I think there is an odd pushback against math in the ML world (I'm a ML researcher). Mostly because it is hard and there's a lot of success you can gain without it. But I don't think that should discourage people from learning math. And frankly, the math is extremely useful. If we're ever going to understand these models we're going to need to do a fuck ton more math. So best to get started sooner than later (if that's anyone's personal goal anyways)

Valk3_|11 months ago

Regarding the math in ML, what I would love to see (links if you have any) is a nuanced take on the matter, showing examples from both sides.

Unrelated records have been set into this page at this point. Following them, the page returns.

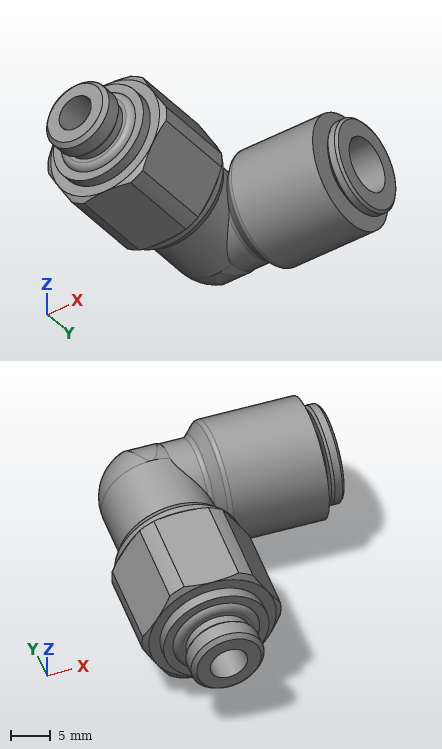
import cadquery as cq
import math


overall_length = 38.45

body_radius = 6.75
arm_radius = 6.3
body_end = -9.05

socket_radius = 8.1
socket_cone_end = 7.88
socket_blend_radius = 0.9
socket_end = 20.95
release_neck_radius = 4.6
release_radius = 6.55
release_start = 21.87
release_end = 23.55
release_chamfer = 0.35
arm_bore_radius = 3.85
arm_tip_depth = 2.23

collar_radius = 8.4
collar_top_radius = 7.73
collar_chamfer_end = -10.1
hex_start = -11.07
hex_end = -23.87
hex_flats = 17.03
hex_trim_radius = 9.25
hex_face_radius = 8.5
hex_chamfer_angle = 30

flange_radius = 7.05
flange_end = -25.35
seal_center_radius = 4.8
seal_section_radius = 1.05
seal_end = -26.02
undercut_radius = 4.3
undercut_end = -27.15
thread_radius = 4.9
thread_chamfer = thread_radius - undercut_radius
thread_end = socket_radius - overall_length
body_bore_radius = 2.5


def cylinder_y(radius, start, end):
    return cq.Workplane("XZ", origin=(0, start, 0)).circle(radius).extrude(start - end)


def revolve_y(profile):
    return profile.close().revolve(360, (0, 0, 0), (0, 1, 0))


def revolve_x(profile):
    return profile.close().revolve(360, (0, 0, 0), (1, 0, 0))


def make_elbow():
    """Round body with a domed top, flattened so that it meets the thinner arm."""
    domed_body = revolve_y(
        cq.Workplane("XY")
        .moveTo(0, body_end)
        .lineTo(body_radius, body_end)
        .lineTo(body_radius, 0)
        .threePointArc(
            (body_radius * math.sqrt(0.5), body_radius * math.sqrt(0.5)),
            (0, body_radius),
        )
    )
    clearance = 2 * body_radius
    dome_trim = (
        cq.Workplane("YZ", origin=(-body_radius, 0, 0))
        .moveTo(0, body_radius)
        .threePointArc((arm_radius, 0), (0, -body_radius))
        .lineTo(0, -clearance)
        .lineTo(clearance, -clearance)
        .lineTo(clearance, clearance)
        .lineTo(0, clearance)
        .close()
        .extrude(2 * body_radius)
    )
    return domed_body.cut(dome_trim)


def make_arm():
    """Arm and tube socket, joined by a 45 degree cone with rounded edges."""
    cone_start = socket_cone_end - (socket_radius - arm_radius)
    half_bend = math.radians(45 / 2)
    blend_length = socket_blend_radius * math.tan(half_bend)
    blend_leg = blend_length * math.sqrt(0.5)
    corner_gap = socket_blend_radius * (1 / math.cos(half_bend) - 1)
    gap_x = corner_gap * math.sin(half_bend)
    gap_r = corner_gap * math.cos(half_bend)
    arm = revolve_x(
        cq.Workplane("XY")
        .moveTo(0, 0)
        .lineTo(0, arm_radius)
        .lineTo(cone_start - blend_length, arm_radius)
        .threePointArc(
            (cone_start - gap_x, arm_radius + gap_r),
            (cone_start + blend_leg, arm_radius + blend_leg),
        )
        .lineTo(socket_cone_end - blend_leg, socket_radius - blend_leg)
        .threePointArc(
            (socket_cone_end + gap_x, socket_radius - gap_r),
            (socket_cone_end + blend_length, socket_radius),
        )
        .lineTo(socket_end, socket_radius)
        .lineTo(socket_end, release_neck_radius)
        .lineTo(release_start, release_neck_radius)
        .lineTo(release_start, 0)
    )
    release_ring = (
        cq.Workplane("YZ", origin=(release_start, 0, 0))
        .circle(release_radius)
        .extrude(release_end - release_start)
        .edges()
        .chamfer(release_chamfer)
    )
    return arm.union(release_ring)


def make_collar():
    return revolve_y(
        cq.Workplane("XY")
        .moveTo(0, body_end)
        .lineTo(collar_top_radius, body_end)
        .lineTo(collar_radius, collar_chamfer_end)
        .lineTo(collar_radius, hex_start)
        .lineTo(0, hex_start)
    )


def make_hexagon():
    """Hexagon with flats at +Z and -Z, trimmed to a round envelope with chamfered ends."""
    corner_diameter = hex_flats / math.cos(math.radians(30))
    prism = (
        cq.Workplane("XZ", origin=(0, hex_start, 0))
        .polygon(6, corner_diameter)
        .extrude(hex_start - hex_end)
    )
    slope = math.tan(math.radians(hex_chamfer_angle))
    chamfer_length = (hex_trim_radius - hex_face_radius) * slope
    envelope = revolve_y(
        cq.Workplane("XY")
        .moveTo(0, hex_start)
        .lineTo(hex_face_radius, hex_start)
        .lineTo(hex_trim_radius, hex_start - chamfer_length)
        .lineTo(hex_trim_radius, hex_end + chamfer_length)
        .lineTo(hex_face_radius, hex_end)
        .lineTo(0, hex_end)
    )
    return prism.intersect(envelope)


def make_threaded_end():
    """Flange, rounded seal ring, undercut and plain thread cylinder."""
    seal_center_y = seal_end + seal_section_radius
    seal_angle = math.asin((seal_center_y - flange_end) / seal_section_radius)

    def seal_point(angle):
        return (
            seal_center_radius + seal_section_radius * math.cos(angle),
            seal_center_y - seal_section_radius * math.sin(angle),
        )

    return revolve_y(
        cq.Workplane("XY")
        .moveTo(0, hex_end)
        .lineTo(flange_radius, hex_end)
        .lineTo(flange_radius, flange_end)
        .lineTo(*seal_point(seal_angle))
        .threePointArc(
            seal_point((seal_angle + math.pi / 2) / 2),
            seal_point(math.pi / 2),
        )
        .lineTo(undercut_radius, seal_end)
        .lineTo(undercut_radius, undercut_end)
        .lineTo(thread_radius, undercut_end - thread_chamfer)
        .lineTo(thread_radius, thread_end + thread_chamfer)
        .lineTo(thread_radius - thread_chamfer, thread_end)
        .lineTo(0, thread_end)
    )


def make_bores():
    """Bore up to the arm axis and a wider arm bore that ends in a conical tip."""
    body_bore = cylinder_y(body_bore_radius, 0, thread_end)
    arm_bore = revolve_x(
        cq.Workplane("XY")
        .moveTo(-arm_tip_depth, 0)
        .lineTo(0, arm_bore_radius)
        .lineTo(release_end, arm_bore_radius)
        .lineTo(release_end, 0)
    )
    return body_bore.union(arm_bore)


solid_fitting = (
    make_elbow()
    .union(make_arm())
    .union(make_collar())
    .union(make_hexagon())
    .union(make_threaded_end())
)
result = solid_fitting.cut(make_bores())

Like in good faith discussing what contributions one can make with and without a strong math background in the ML world.

edit: On the math side I've encountered one that seemed unique, as I haven't seen anything like this elsewhere: https://irregular-rhomboid.github.io/2022/12/07/applied-math.... However, this only points out courses that he enrolled in his math education that he thinks is relevant to ML, each course is given a very short description and or motivation as to the usefulness it has to ML.

I like this concluding remarks:

Through my curriculum, I learned about a broad variety of subjects that provide useful ideas and intuitions when applied to ML. Arguably the most valuable thing I got out of it is a rough map of mathematics that I can use to navigate and learn more advanced topics on my own.

Having already been exposed to these ideas, I wasn’t confused when I encountered them in ML papers. Rather, I could leverage them to get intuition about the ML part.

Strictly speaking, the only math that is actually needed for ML is real analysis, linear algebra, probability and optimization. And even there, your mileage may vary. Everything else is helpful, because it provides additional language and intuition. But if you’re trying to tackle hard problems like alignment or actually getting a grasp on what large neural nets actually do, you need all the intuition you can get. If you’re already confused about the simple cases, you have no hope of deconfusing the complex ones.